• The exhibition is the first of a planned biannual event
• It attracted 874 entries from 14 countries including Germany, UK, Poland, Iraq and Kenya
• Had three categories — ages five to eight, nine to eleven and 12 to 14 — each had three winners
• Judging was based on interpretation of the theme, use of colours or materials, general presentation and creativity
By Kiundu Waweru
An ongoing art exhibition at the National Museum in Nairobi is a display of the amazing talent children have when given a paint brush and liberty to be creative.
The children, aged five to 14, from around the world, were asked to illustrate, through painting, the theme ‘We are the World’.
The exhibition organiser, David Kimani, said they received more than 800 entries from around the world for the Nairobi International Children’s Art Exhibition 2012.
And the children presented captivating artwork. For example. Judges described the winning piece by Karishma Shah in the 12-14 years category as thought provoking and complex. In the art, the Oshwal Junior High School student depicts a world that sees everything through the same, one eye. She paints the giant eye in the middle of the globe, which is held by people with happy faces and from different nationalities. On the fringes of the happy faces is a white dove that holds in its mouth the flags of the world. Two hands clasped in a handshake emanate from the belly of the dove creating a circle that envelops the happy faces holding the globe.
Symbol of love
The art by Simran Pawar, 14, also from Kenya, is not as complex as Karishma’s, but it is equally creative.

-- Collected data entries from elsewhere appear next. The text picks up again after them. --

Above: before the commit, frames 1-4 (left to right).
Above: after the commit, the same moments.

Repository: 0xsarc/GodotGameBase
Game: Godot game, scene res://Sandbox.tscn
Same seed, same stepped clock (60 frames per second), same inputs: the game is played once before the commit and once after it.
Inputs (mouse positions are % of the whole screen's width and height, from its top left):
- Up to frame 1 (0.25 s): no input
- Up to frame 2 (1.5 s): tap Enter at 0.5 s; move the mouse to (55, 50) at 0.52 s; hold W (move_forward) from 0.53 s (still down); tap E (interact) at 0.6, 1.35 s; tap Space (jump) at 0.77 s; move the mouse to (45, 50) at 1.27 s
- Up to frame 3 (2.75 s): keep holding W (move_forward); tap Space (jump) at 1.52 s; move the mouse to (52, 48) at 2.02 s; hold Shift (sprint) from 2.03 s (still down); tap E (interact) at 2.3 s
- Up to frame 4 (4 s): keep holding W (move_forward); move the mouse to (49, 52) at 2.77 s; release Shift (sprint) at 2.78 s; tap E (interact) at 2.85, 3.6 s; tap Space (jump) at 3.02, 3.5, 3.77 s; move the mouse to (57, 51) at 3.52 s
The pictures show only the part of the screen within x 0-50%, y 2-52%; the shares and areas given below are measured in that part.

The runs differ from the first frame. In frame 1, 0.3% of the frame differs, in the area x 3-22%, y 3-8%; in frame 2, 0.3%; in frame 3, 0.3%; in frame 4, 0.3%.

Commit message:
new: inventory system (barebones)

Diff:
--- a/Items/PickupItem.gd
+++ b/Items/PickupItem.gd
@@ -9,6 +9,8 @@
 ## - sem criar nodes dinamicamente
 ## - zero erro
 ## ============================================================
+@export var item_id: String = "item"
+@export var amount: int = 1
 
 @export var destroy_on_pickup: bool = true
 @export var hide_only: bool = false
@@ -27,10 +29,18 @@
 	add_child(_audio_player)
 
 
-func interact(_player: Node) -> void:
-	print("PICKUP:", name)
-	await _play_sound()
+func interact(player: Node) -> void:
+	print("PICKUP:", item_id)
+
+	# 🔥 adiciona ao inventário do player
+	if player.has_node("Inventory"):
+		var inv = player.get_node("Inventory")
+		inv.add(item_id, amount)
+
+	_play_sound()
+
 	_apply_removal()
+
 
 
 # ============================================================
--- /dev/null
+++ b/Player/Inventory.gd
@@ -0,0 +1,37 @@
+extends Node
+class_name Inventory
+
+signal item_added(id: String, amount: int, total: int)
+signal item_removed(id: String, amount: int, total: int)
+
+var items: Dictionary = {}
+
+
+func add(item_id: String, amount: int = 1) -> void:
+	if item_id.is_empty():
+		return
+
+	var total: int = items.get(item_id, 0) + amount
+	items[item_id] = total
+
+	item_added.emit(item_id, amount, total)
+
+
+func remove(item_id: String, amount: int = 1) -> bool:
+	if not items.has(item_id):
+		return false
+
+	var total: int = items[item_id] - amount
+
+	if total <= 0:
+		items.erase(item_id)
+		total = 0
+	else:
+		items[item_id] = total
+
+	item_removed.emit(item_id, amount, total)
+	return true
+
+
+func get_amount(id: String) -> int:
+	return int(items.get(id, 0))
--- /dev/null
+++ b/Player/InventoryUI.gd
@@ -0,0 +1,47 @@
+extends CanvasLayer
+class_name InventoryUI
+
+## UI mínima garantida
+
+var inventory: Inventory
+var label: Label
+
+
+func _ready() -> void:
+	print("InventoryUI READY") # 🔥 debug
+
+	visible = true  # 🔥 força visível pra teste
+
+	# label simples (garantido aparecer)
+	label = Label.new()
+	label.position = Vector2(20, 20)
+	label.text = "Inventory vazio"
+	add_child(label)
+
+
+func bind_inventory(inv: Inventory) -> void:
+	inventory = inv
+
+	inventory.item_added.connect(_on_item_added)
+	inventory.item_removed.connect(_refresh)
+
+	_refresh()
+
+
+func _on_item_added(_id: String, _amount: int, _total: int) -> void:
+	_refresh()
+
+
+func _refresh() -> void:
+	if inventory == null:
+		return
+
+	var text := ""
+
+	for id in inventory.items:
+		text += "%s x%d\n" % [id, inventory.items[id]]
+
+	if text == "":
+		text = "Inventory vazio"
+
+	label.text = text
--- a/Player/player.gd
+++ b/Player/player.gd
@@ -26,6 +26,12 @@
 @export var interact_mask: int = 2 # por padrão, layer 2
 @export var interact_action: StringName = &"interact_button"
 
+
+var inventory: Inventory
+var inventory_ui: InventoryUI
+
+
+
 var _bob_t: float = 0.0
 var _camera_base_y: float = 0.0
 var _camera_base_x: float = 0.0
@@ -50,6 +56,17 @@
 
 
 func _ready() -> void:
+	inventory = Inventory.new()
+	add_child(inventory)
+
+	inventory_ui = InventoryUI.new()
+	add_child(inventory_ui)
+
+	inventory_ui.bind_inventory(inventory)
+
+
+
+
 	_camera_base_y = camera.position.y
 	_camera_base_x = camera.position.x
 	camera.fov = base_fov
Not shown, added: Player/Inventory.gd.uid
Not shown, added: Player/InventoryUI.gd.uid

She displays all continents as one, with ‘One Nation Essence’ painted on a flag and at the bottom, she has hands clutching the cupid, the symbol of love, and pointing towards the continents.
Victor Kimani, 13, a pupil at Kiserian Primary School, interpreted the theme to mean taking care of the environment and wildlife.
Kimani’s entry is on paper collage and he uses glue to paste newspaper cuttings, which depict an ecosystem and people replenishing the environment by planting trees.
“We should plant more trees instead of cutting them. We should take care of our wildlife which will bring the world to us,” he says.
Most of the children’s entries, which attracted participation from 14 countries, show that children are not too young to grasp what peace, love and harmony around the world is.
After all, children are the greatest casualties when there are turmoils, wars, and environmental degradation.